Your output should be each line from the material below that has the word "print".

*** Opening RECORDS ***

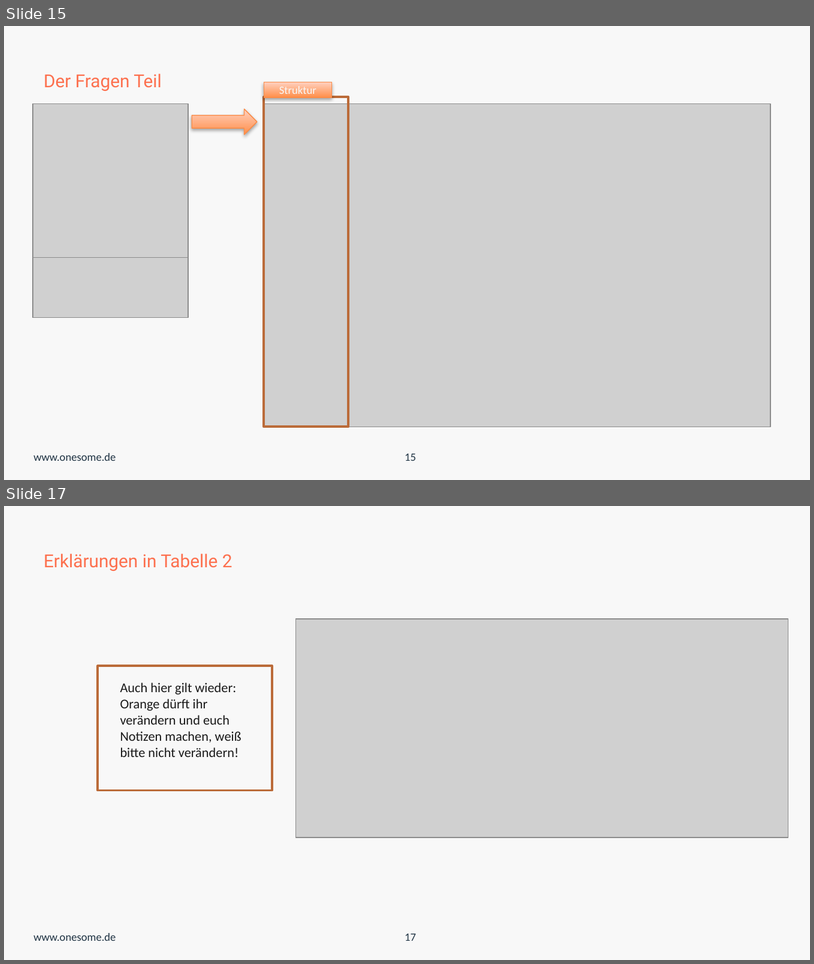
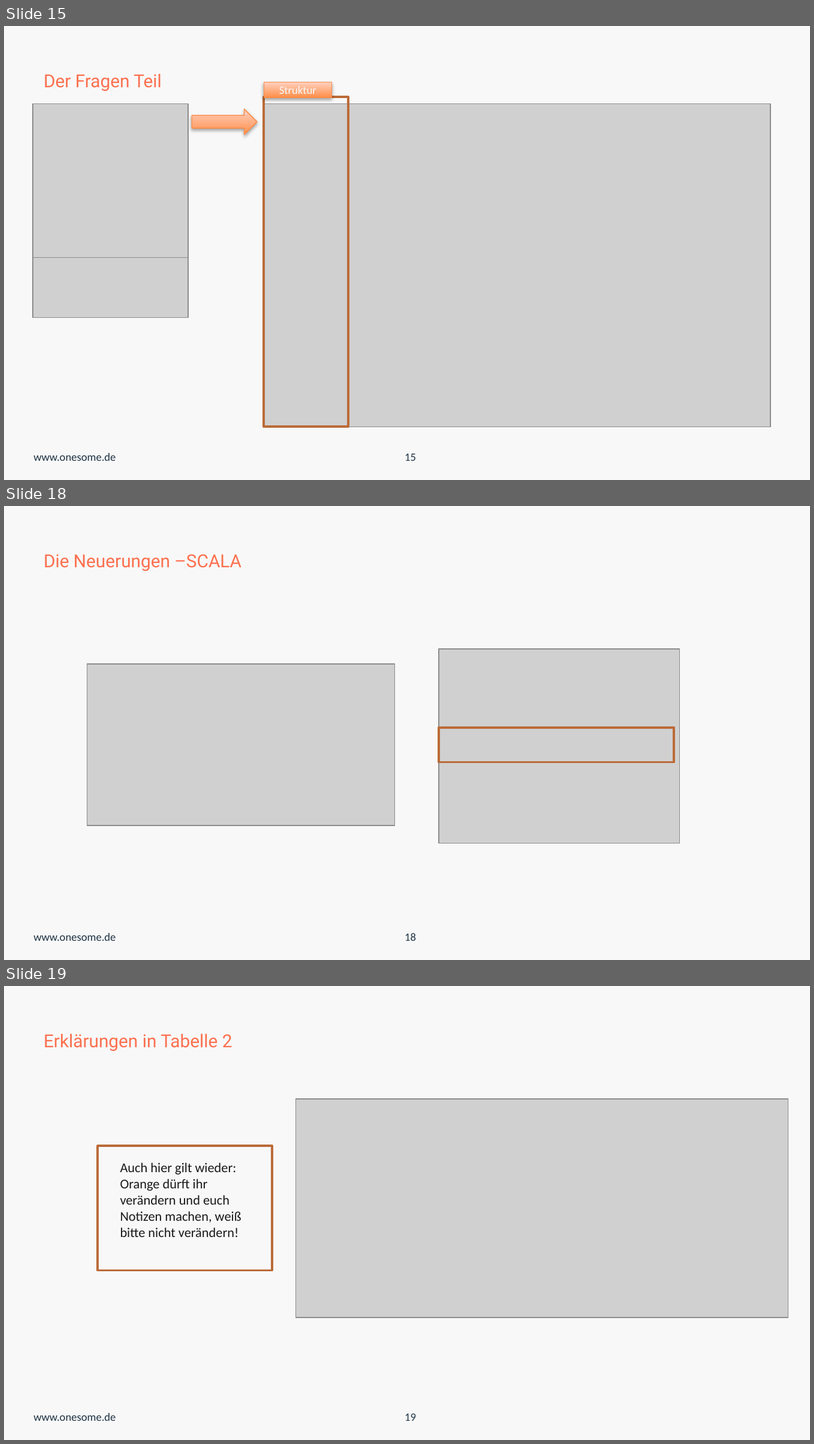
Before and after one commit to onesomeOrganization/Json-Builder, a slide deck: PPTX/Linearer_Json_Builder2.0.pptx. Shown one above the other, each under a label of ours: slides 15 and 17 before the commit, slides 15, 18 and 19 after it; the slides between them are not shown. The pictures are 814x964 and 814x1444 pixels, drawn with LibreOffice and Linux fonts; fonts in the diff are those of the drawing; grey boxes stand for pictures; background and template pictures are left out. Boxes give left, top, right and bottom in pixels: in the first picture for what was removed or moved away, otherwise in the second. Text is boxed around its words. In the diff, an @@ line names an element or a change of style, - is before the commit and + after.

```diff
--- a/PPTX/Linearer_Json_Builder2.0.pptx
+++ b/PPTX/Linearer_Json_Builder2.0.pptx
@@ slide 18 added at bbox=[4, 506, 810, 960], background #F8F8F8; not listed: 1 template element that a slide beside it also shows @@
@@ text added at bbox=[44, 554, 242, 571], 16 pt, text #FD704E @@
+Die Neuerungen –SCALA
@@ picture added at bbox=[438, 649, 680, 843] @@
@@ picture added at bbox=[87, 664, 395, 825] @@
@@ rectangle added at bbox=[438, 727, 674, 762], outline #BB6B3A 2 pt @@
@@ page number added at bbox=[405, 933, 416, 940], 10 pt, text #203444 @@
+18
@@ what was slide 17 is now slide 19 @@
@@ page number at bbox=[405, 1413, 416, 1420]: text changed @@
-17
+19
```
Also in this commit, not shown: 3 slides changed, 2 other slides added, 3 other files.
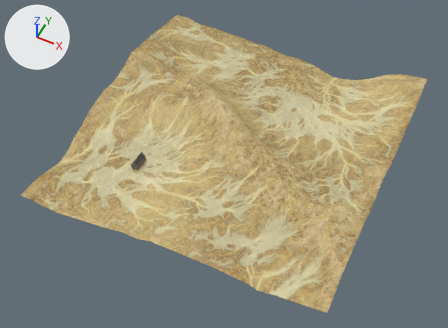
The Blender file toys/desert/desert.blend, before and after one commit.
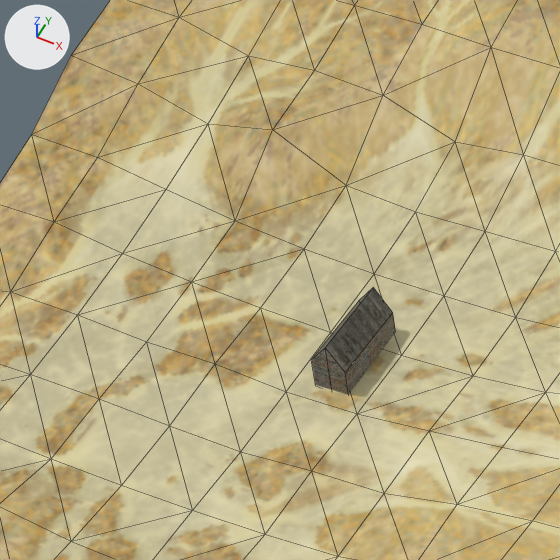
There are two pictures of each version: one whole from a 50 mm camera at (610.0, -1304.0, 1541.0) aimed at (4.0, -93.0, 27.0), one close up on the part from 17% to 39% of the width and 31% to 61% of the height. Every picture has the same lights, and +X, +Y and +Z are marked at upper left. The close-ups show mesh edges as thin lines.

The scene before the commit, as lines of its bpy script (objects in view):
```python
me_cube = bpy.data.meshes.new('Cube')
me_cube.from_pydata(...)  # 12 vertices, 10 faces; spans x -248.7..-226.6, y -251.7..-200.6, z 34.9..72.6
# faces by material slot: [8, 2]
me_cube.materials.append(mat_material)  # picture img_00_jpg
me_cube.materials.append(mat_material_001)  # picture img_2e_vwoo3_jpg
me_desert_mesh_output_002 = bpy.data.meshes.new('desert Mesh Output.002')
me_desert_mesh_output_002.from_pydata(...)  # 484 vertices, 882 faces; spans x -500.0..500.0, y -500.0..500.0, z -1.0..206.0
me_desert_mesh_output_002.polygons.foreach_set('use_smooth', [True] * 882)
me_desert_mesh_output_002.materials.append(mat_mat)  # picture img_desert_bitmap_output_513_png
ob_dom = bpy.data.objects.new('dom', me_cube)
ob_dom.parent = ob_props
ob_dom.location = (0.0, 0.0, 0.0)
ob_terrain = bpy.data.objects.new('terrain', me_desert_mesh_output_002)
ob_terrain.location = (0.0, 0.0, 0.0)
```
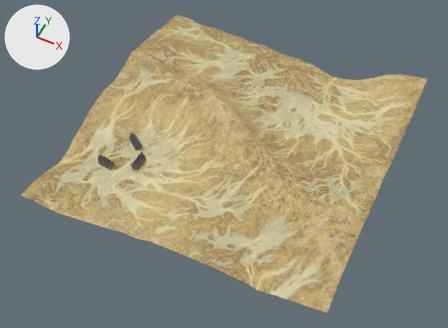
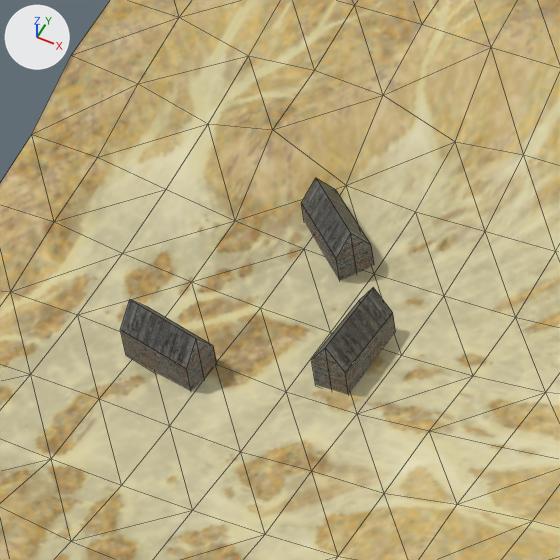
Where the change shows, as pixel boxes (x1, y1, x2, y2) in the close-ups (560 x 560 px):
'dom.002', added
    after: (120, 300, 217, 391)
    faces in mat_material_001 (picture img_2e_vwoo3_jpg): (120, 300, 211, 369)
    faces in mat_material (picture img_00_jpg): (120, 330, 217, 391)
'dom.001', added
    after: (301, 178, 374, 281)
    faces in mat_material_001 (picture img_2e_vwoo3_jpg): (301, 178, 371, 258)
    faces in mat_material (picture img_00_jpg): (301, 204, 374, 281)

Edits to the bpy script that builds the scene:
```text
Add me_cube_002:
    me_cube_002.from_pydata(...)  # 12 vertices, 10 faces; spans x -264.7..-210.6, y -241.3..-211.1, z 34.9..72.6
    # faces by material slot: [8, 2]
    me_cube_002.materials.append(mat_material)  # picture img_00_jpg
    me_cube_002.materials.append(mat_material_001)  # picture img_2e_vwoo3_jpg
Add me_cube_001:
    me_cube_001.from_pydata(...)  # 12 vertices, 10 faces; spans x -264.9..-210.4, y -249.7..-202.6, z 34.9..72.6
    # faces by material slot: [8, 2]
    me_cube_001.materials.append(mat_material)  # picture img_00_jpg
    me_cube_001.materials.append(mat_material_001)  # picture img_2e_vwoo3_jpg
Add ob_dom_002:
    ob_dom_002 = bpy.data.objects.new('dom.002', me_cube_002)
    ob_dom_002.parent = ob_props
    ob_dom_002.location = (-97.45, -42.78, -7.316)
Add ob_dom_001:
    ob_dom_001 = bpy.data.objects.new('dom.001', me_cube_001)
    ob_dom_001.parent = ob_props
    ob_dom_001.location = (-54.83, 70.51, 0.0)
```
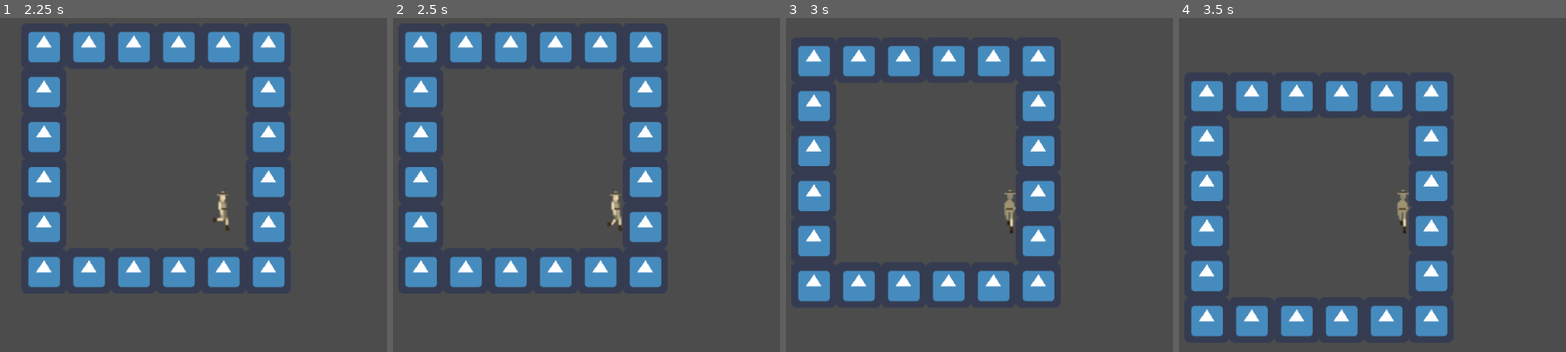
Above: before the commit, frames 1-4 (left to right).
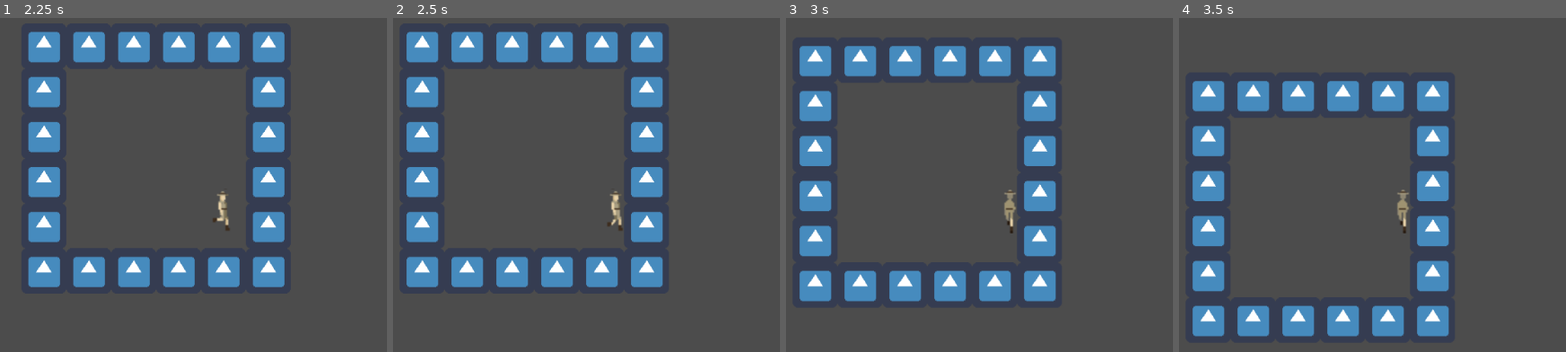
Above: after the commit, the same moments.

Repository: mirogon/Archaeology
Game: Godot game, scene res://Scenes/Main.tscn
The game is run twice, just before and just after one commit, with the same random seed, the same clock (stepped at 60 frames per second) and the same inputs. The engine's default icon, where the game draws it, is replaced by a stand-in: a white triangle on a blue panel in a dark square.
Inputs:
- Up to frame 1 (2.25 s): tap Enter at 0.5 s; hold Right (ui_right) 0.53-1.28 s; hold Down (ui_down) 1.28-2.03 s; hold Right (ui_right) from 2.03 s (still down)
- Up to frame 2 (2.5 s): keep holding Right (ui_right)
- Up to frame 3 (3 s): release Right (ui_right) at 2.78 s; hold Up (ui_up) from 2.78 s (still down)
- Up to frame 4 (3.5 s): keep holding Up (ui_up)

Frame 1 is identical in both runs. In frame 2, 2.6% of the frame differs, in the area x 3-70%, y 4-81%; in frame 3, 2.7%, in the area x 3-70%, y 8-85%; in frame 4, 2.7%.

Commit message:
Renamed Sprite.gd to Player.gd added Collision detection

Diff:
--- a/Scenes/Main.tscn
+++ b/Scenes/Main.tscn
@@ -1,6 +1,6 @@
 [gd_scene load_steps=24 format=2]
 
-[ext_resource path="res://Scripts/Sprite.gd" type="Script" id=1]
+[ext_resource path="res://Scripts/Player.gd" type="Script" id=1]
 [ext_resource path="res://Scenes/Test.tscn" type="PackedScene" id=2]
 [ext_resource path="res://Asstes/Character/Walk_Cycle.png" type="Texture" id=3]
 
@@ -118,23 +118,24 @@
 } ]
 
 [sub_resource type="RectangleShape2D" id=21]
-extents = Vector2( 10, 31.25 )
+extents = Vector2( 12, 29.5 )
 
 [node name="Main" type="Node2D"]
 
 [node name="TestMap" parent="." instance=ExtResource( 2 )]
 
-[node name="KinematicBody2D" type="KinematicBody2D" parent="."]
+[node name="Player" type="KinematicBody2D" parent="."]
 script = ExtResource( 1 )
 
-[node name="AnimatedSprite" type="AnimatedSprite" parent="KinematicBody2D"]
+[node name="AnimatedSprite" type="AnimatedSprite" parent="Player"]
 scale = Vector2( 2, 2 )
 frames = SubResource( 20 )
 animation = "Walk_Left"
 playing = true
 
-[node name="CollisionShape2D" type="CollisionShape2D" parent="KinematicBody2D"]
+[node name="CollisionShape2D" type="CollisionShape2D" parent="Player"]
+position = Vector2( 0, -0.5 )
 shape = SubResource( 21 )
 
-[node name="Camera2D" type="Camera2D" parent="KinematicBody2D"]
+[node name="Camera2D" type="Camera2D" parent="Player"]
 current = true
--- a/Scenes/Test.tscn
+++ b/Scenes/Test.tscn
@@ -6,7 +6,7 @@
 points = PoolVector2Array( 0, 0, 64, 0, 64, 64, 0, 64 )
 
 [sub_resource type="TileSet" id=2]
-0/name = "icon.png 0"
+0/name = "Wall"
 0/texture = ExtResource( 1 )
 0/tex_offset = Vector2( 0, 0 )
 0/modulate = Color( 1, 1, 1, 1 )
--- a/Scripts/Sprite.gd
+++ b/Scripts/Player.gd
@@ -44,7 +44,19 @@
 	return moveDir
 
 func _physics_process(delta):
-	move_and_collide(movement() * delta * movementSpeed)
+	move_and_slide(movement() * movementSpeed)
+	if(get_slide_count() > 0):
+		var collision = get_slide_collision(0)
+		if(collision):
+			#print("Player collided with: ", collision.collider)
+			var tileMap: TileMap = collision.collider as TileMap
+			if(tileMap):
+				var tilePos = tileMap.world_to_map(position)
+				tilePos -= collision.normal
+				var tileId = tileMap.get_cellv(tilePos)
+				var tileName = tileMap.tile_set.tile_get_name(tileId)
+				#print(tileName)
+
 
 func _process(delta):
 	#self.position += movement() * delta * movementSpeed
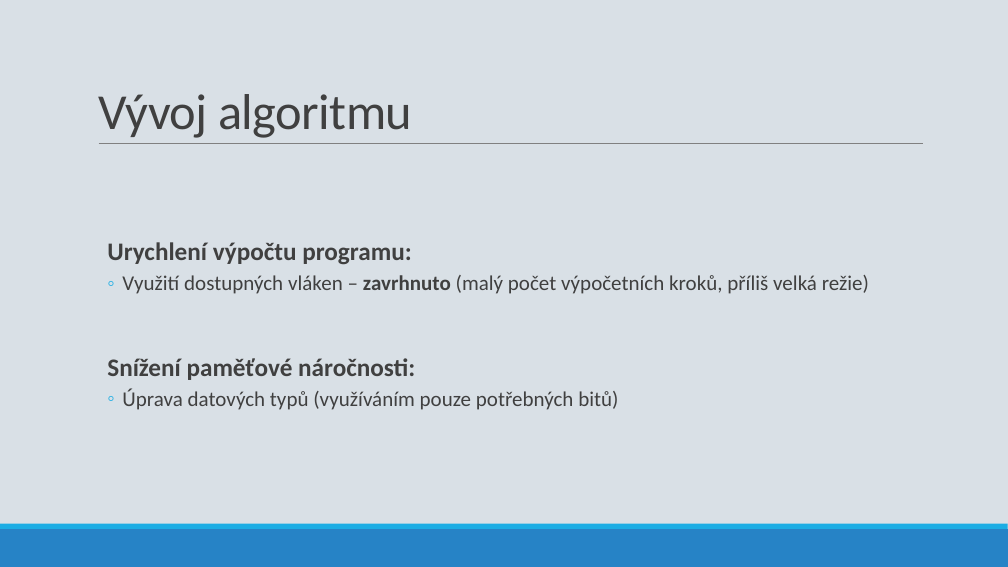
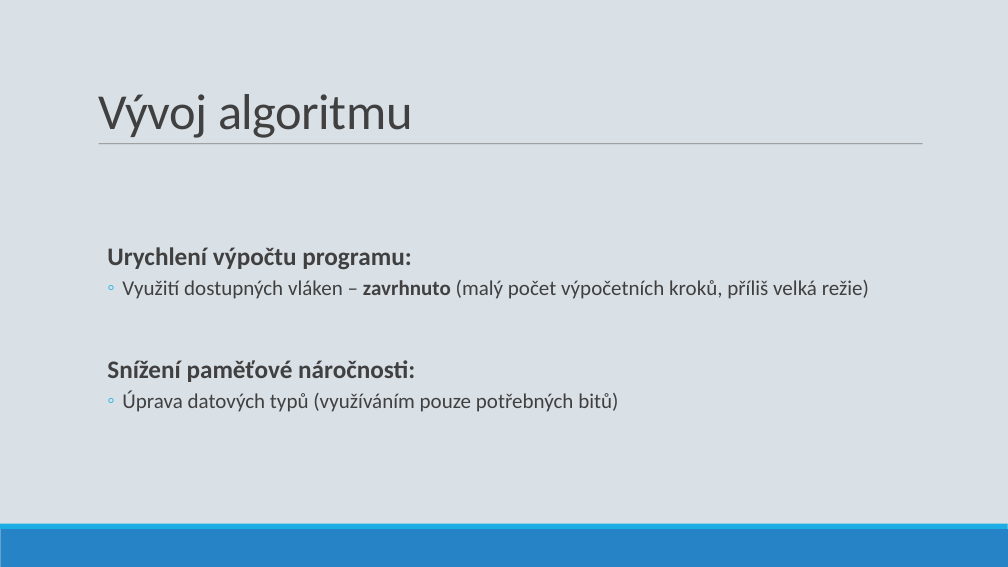
Before and after one commit to ldrahnik/ial_project_2019_2020, a slide deck: slide 9 of defense/presentation.pptx. Drawn at 1008x567 pixels with LibreOffice and Linux fonts; fonts in the diff are those of the drawing. Boxes give left, top, right and bottom in pixels: in the first picture for what was removed or moved away, otherwise in the second. Text is boxed around its words. In the diff, an @@ line names an element or a change of style, - is before the commit and + after.

```diff
--- a/defense/presentation.pptx
+++ b/defense/presentation.pptx
@@ line (99, 144) - (923, 144): stroke #808080 0.5 pt to #808080 0.75 pt @@
@@ text at (107,247,415,382): list level 2 to 1 in "Urychlení výpočtu programu:"; list level 2 to 1 in "Snížení paměťové náročnosti:" @@
```
Also in this commit, not shown: 11 other slides changed.

*** Closing RECORDS ***

- TASK RESULT:
+			#print("Player collided with: ", collision.collider)
+				#print(tileName)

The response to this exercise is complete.